Uniform temperature field: Adopting multi zone heating control technology (such as 6-zone independent temperature control) to ensure temperature uniformity inside the furnace and avoid performance differences caused by local overheating or undercooling of metal parts.

Accurate temperature control: Equipped with high-precision thermocouples and intelligent temperature controllers, the temperature control accuracy meets the strict requirements of metal materials for heat treatment processes.

2. Application scenario: Covering various metal materials and products

powder metallurgy products

Metal Injection Molding (MIM) parts, such as stainless steel, titanium alloys, tungsten alloys, etc., are produced by removing binders (such as paraffin and POM) from the injection molding process using a vacuum degreasing furnace, providing a pure blank for subsequent sintering.

Extruded rods and molded products, such as hard alloys and high-density alloys, are treated with vacuum degreasing to avoid performance degradation caused by solvent residue in traditional degreasing methods.

Special metal materials

Magnetic materials, such as neodymium iron boron (Nd-Fe-B), samarium cobalt (Sm Co), etc., can be vacuum degreased to prevent oxidation of the magnetic material, remove the binder, and improve magnetic stability.
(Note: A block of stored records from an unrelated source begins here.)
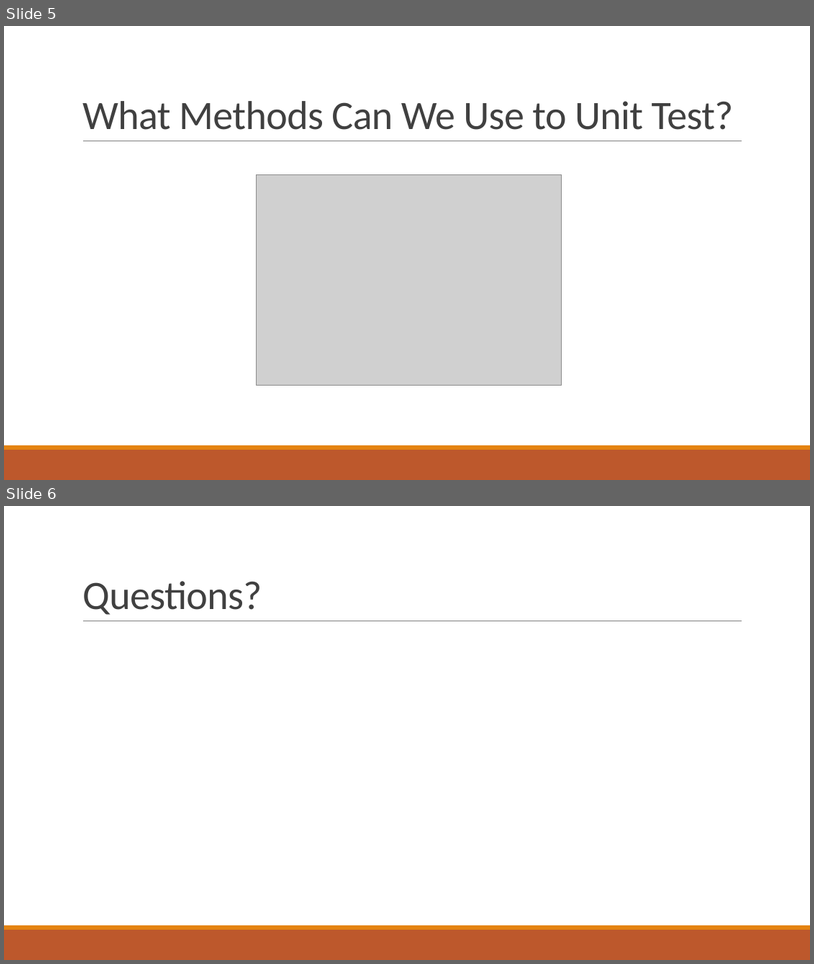
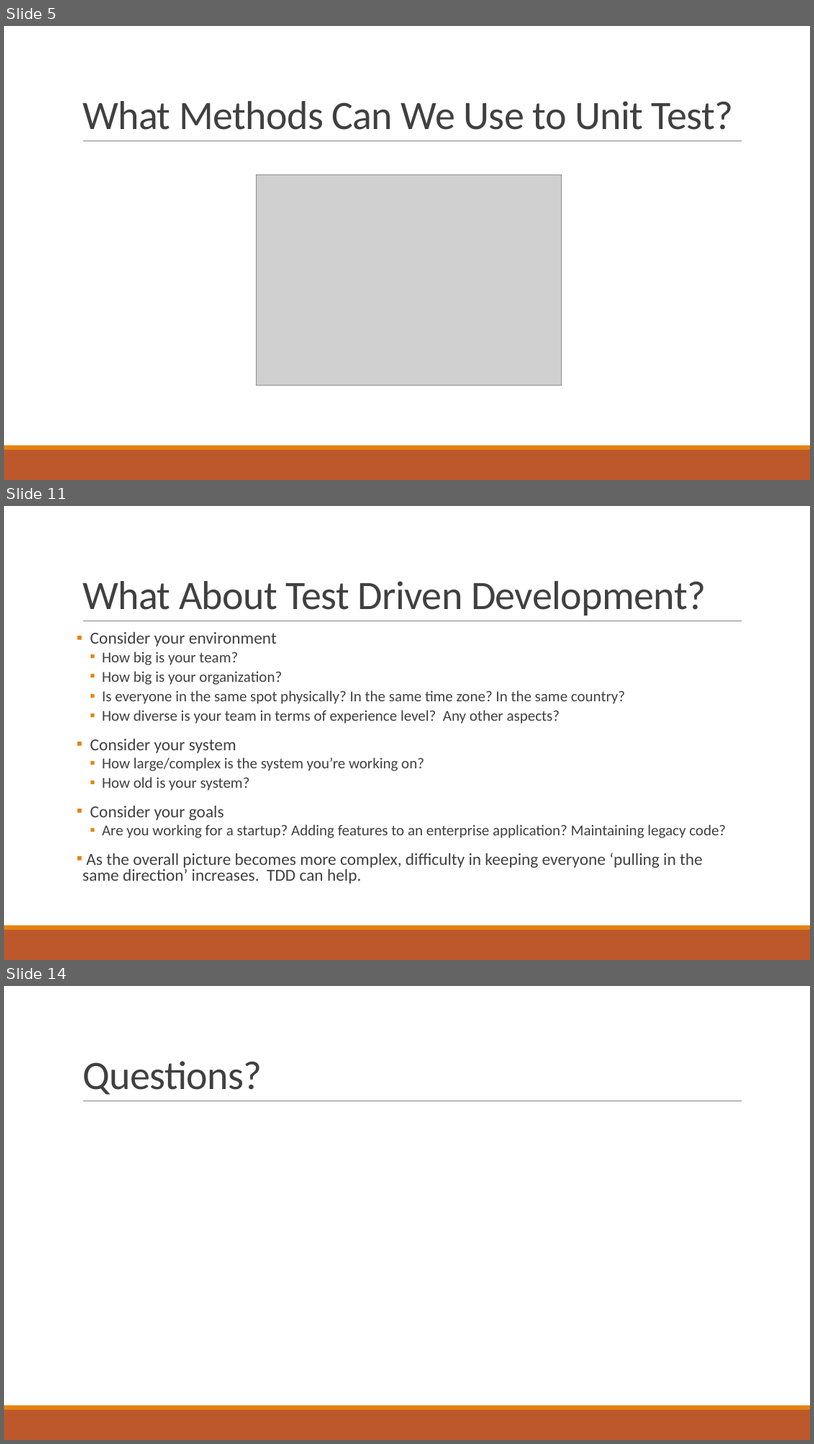
Before and after one commit to qccoders/presentations, a slide deck: QC Coders - All About Unit Testing.pptx. Shown one above the other, each under a label of ours: slides 5 and 6 before the commit, slides 5, 11 and 14 after it; the slides between them are not shown. The pictures are 814x964 and 814x1444 pixels, drawn with LibreOffice and Linux fonts; fonts in the diff are those of the drawing; grey boxes stand for pictures. Boxes give left, top, right and bottom in pixels: in the first picture for what was removed or moved away, otherwise in the second. Text is boxed around its words. In the diff, an @@ line names an element or a change of style, - is before the commit and + after.

Commit message:
mostly finish unit test deck

```diff
--- a/QC Coders - All About Unit Testing.pptx
+++ b/QC Coders - All About Unit Testing.pptx
@@ slide 11 added at (4,506,810,960), background #FFFFFF; not listed: 3 template elements that a slide beside it also shows @@
@@ title added at (82,581,706,615), 48 pt, text #404040 @@
+What About Test Driven Development?
@@ text added at (82,632,726,883), 18 pt, text #404040 @@
+▪ Consider your environment
+  ▪ How big is your team?
+  ▪ How big is your organization?
+  ▪ Is everyone in the same spot physically? In the same time zone? In the same country?
+  ▪ How diverse is your team in terms of experience level? Any other aspects?
+▪ Consider your system
+  ▪ How large/complex is the system you’re working on?
+  ▪ How old is your system?
+▪ Consider your goals
+  ▪ Are you working for a startup? Adding features to an enterprise application? Maintaining legacy code?
+▪ As the overall picture becomes more complex, difficulty in keeping everyone ‘pulling in the same direction’ increases. TDD can help.
@@ what was slide 6 is now slide 14 @@
```
Also in this commit, not shown: 7 other slides added.

High temperature alloys, such as 718 and 713, undergo vacuum degreasing treatment to prevent element evaporation at high temperatures (such as chromium and aluminum) and ensure the surface properties of the material.

Precision Metal Parts

Metal foil and wire drawing: Vacuum degreasing can thoroughly remove surface grease, avoiding quality problems caused by grease contamination during subsequent processing.
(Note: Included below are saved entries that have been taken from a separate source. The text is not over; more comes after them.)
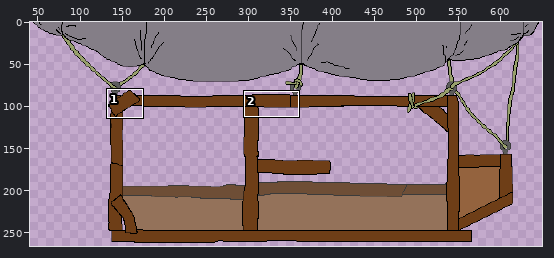
Edited in one commit: pixel-art file (AirshipDeathraceNineThousand/Assets/Sprites/gondola.ase). The picture above shows the old version from afar; the outline marks the close-up.
Close-up. First the earlier version:
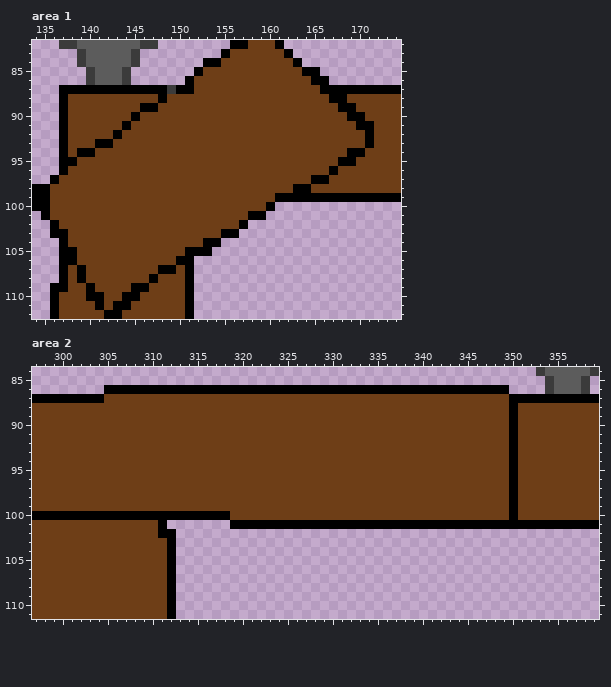
700x300 pixels, 1 frame. Colours within 5 levels of each other are drawn and written as one. Shown: area 1: x 134..174, y 82..112; area 2: x 297..359, y 84..111. The wide view leaves out empty margins. The commit also changed other parts of the picture, which this record leaves out.
The result:
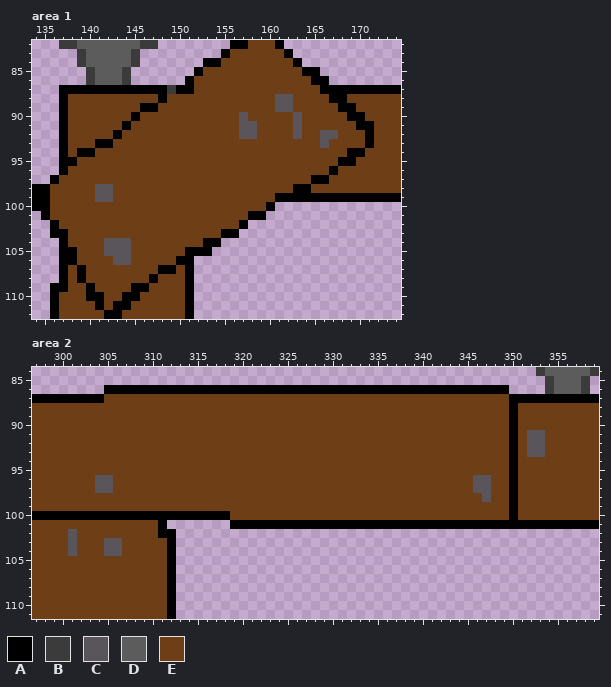
Palette (. is transparent): A #000000  B #3b3b3b  C #59555b  D #5c5c5c  E #6e3e17
The edit:
Changed rows in their new state; - is an unchanged pixel.
Area 1, layer "Layer 1":
first column x 157:
 88 ----CC-----
 89 ----CC-----
 90 C-----C----
 91 CC----C----
 92 CC----C--CC
 93 ---------C-
first column x 141:
 98 CC
 99 CC
first column x 142:
104 CCC
105 CCC
106 -CC
Area 2, layer "Layer 1":
first column x 304:
 91 ------------------------------------------------CC
 92 ------------------------------------------------CC
 93 ------------------------------------------------CC
 96 CC----------------------------------------CC------
 97 CC----------------------------------------CC------
 98 -------------------------------------------C------
first column x 301:
102 C-----
103 C---CC
104 C---CC
Boxes around the changes in both close-ups, in picture pixels (x1, y1, x2, y2):
changed: (239, 94, 338, 148)
changed: (95, 184, 113, 202)
changed: (104, 238, 131, 265)
changed: (527, 430, 545, 457)
changed: (95, 475, 113, 493)
changed: (473, 475, 491, 502)
changed: (68, 529, 122, 556)

Parts with small mesh holes: The vacuum environment ensures that the grease evaporates completely from the deep holes, avoiding residue clogging the pores.

3. Equipment advantage: Improve the performance and production efficiency of metal parts

High purity processing environment

The vacuum degree can reach 10 ⁻ Pa or even higher: effectively removing gas and impurities on the metal surface, preventing oxidation, decarburization and other phenomena during high-temperature treatment, and improving the surface quality of parts.
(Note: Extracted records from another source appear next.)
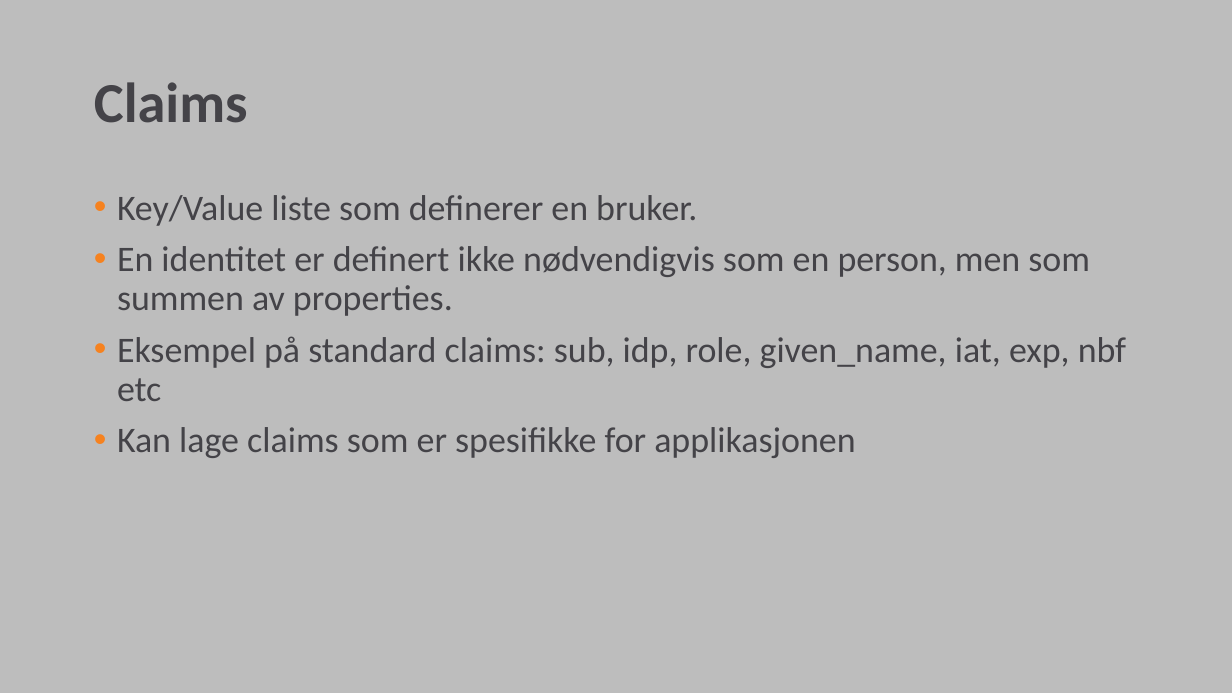
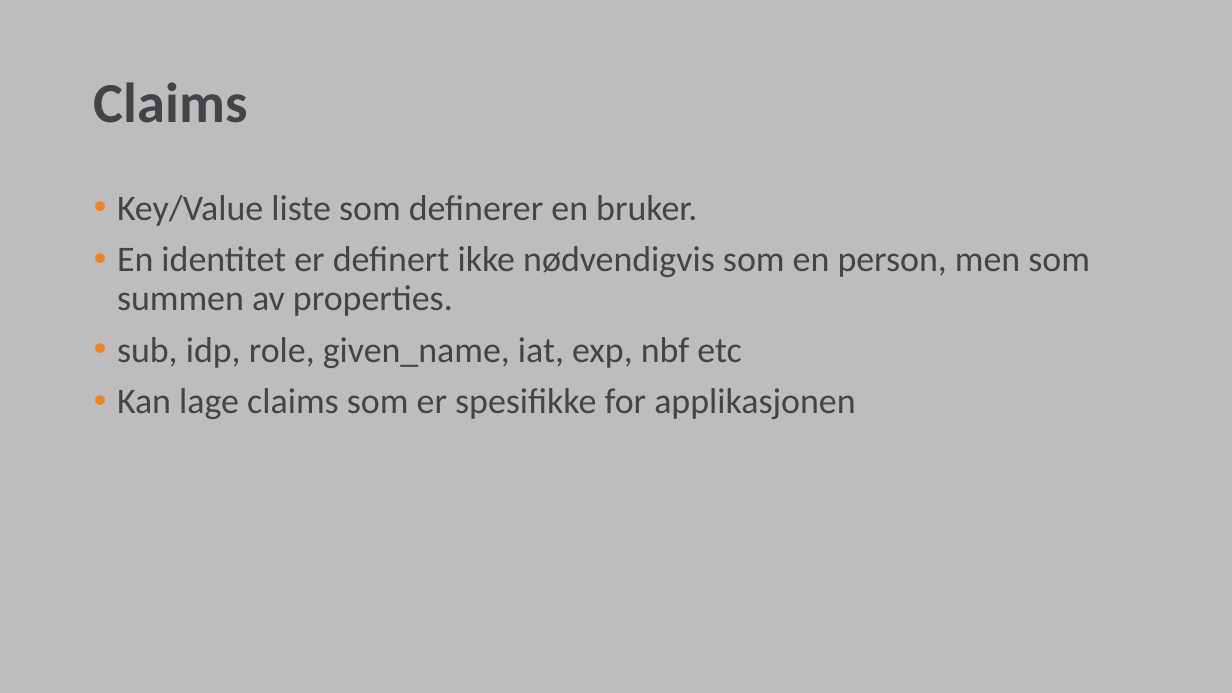
Before and after one commit to emedbo/fagkveld-idsvr4, a slide deck: slide 3 of Ppt/IdentityServer fagkveld.pptx (slide 4 before the commit). Drawn at 1232x693 pixels with LibreOffice and Linux fonts; fonts in the diff are those of the drawing; background and template pictures are left out. Boxes give left, top, right and bottom in pixels: in the first picture for what was removed or moved away, otherwise in the second. Text is boxed around its words. In the diff, an @@ line names an element or a change of style, - is before the commit and + after.

```diff
--- a/Ppt/IdentityServer fagkveld.pptx
+++ b/Ppt/IdentityServer fagkveld.pptx
@@ text at bbox=[117, 337, 741, 368]: text changed @@
-• Eksempel på standard claims: sub, idp, role, given_name, iat, exp, nbf etc
+• sub, idp, role, given_name, iat, exp, nbf etc
```
Also in this commit, not shown: 2 other slides changed, 2 other files.

Inert gas protection: Optional protective atmospheres such as nitrogen and argon can be used to further isolate oxygen and suppress harmful reactions inside the metal (such as hydrogen embrittlement).

Process integration and flexibility

Integration of degreasing and sintering: Some equipment (such as vacuum degreasing sintering furnace) can achieve continuous degreasing and sintering in the same furnace, shorten the production cycle, and improve efficiency.

Adjustable process parameters: Users can adjust heating rate, insulation time, cooling method and other parameters according to the characteristics of metal materials to achieve diversified heat treatment needs.

Safety and reliability

Multiple safety protection devices: equipped with over temperature protection, over-current protection, leakage protection, vacuum anomaly protection, etc., to ensure the safety of equipment and personnel.

Chain protection mechanism: such as automatically cutting off the heating power when the furnace door is opened, to prevent safety accidents caused by misoperation.

4. Typical case: Effect of vacuum degreasing treatment on metal parts

stainless steel parts

Process parameters: Vacuum degree of 10 ⁻ ³ Pa, heating rate, insulation and degreasing at 450 ℃, insulation and sintering at 1300 ℃.

Effect: Higher part density, improved tensile strength, and lower surface oxide layer thickness.

Titanium alloy parts

Process parameters: Vacuum degree of 10 ⁻⁴ Pa, controllable heating rate, insulation and degreasing at 300 ℃, insulation and sintering at 1200 ℃.

Effect: The oxygen content of the parts is reduced, the fatigue life is improved, and the surface roughness is low.

ndfeb magnets

Process parameters: Vacuum degree of 10 ⁻ ² Pa, controllable heating rate, insulation and degreasing at 200 ℃, insulation and sintering at 1050 ℃.

Effect: The fluctuation of residual magnetism Br in the magnet is small, the coercivity is improved, and there are no oxidation spots on the surface.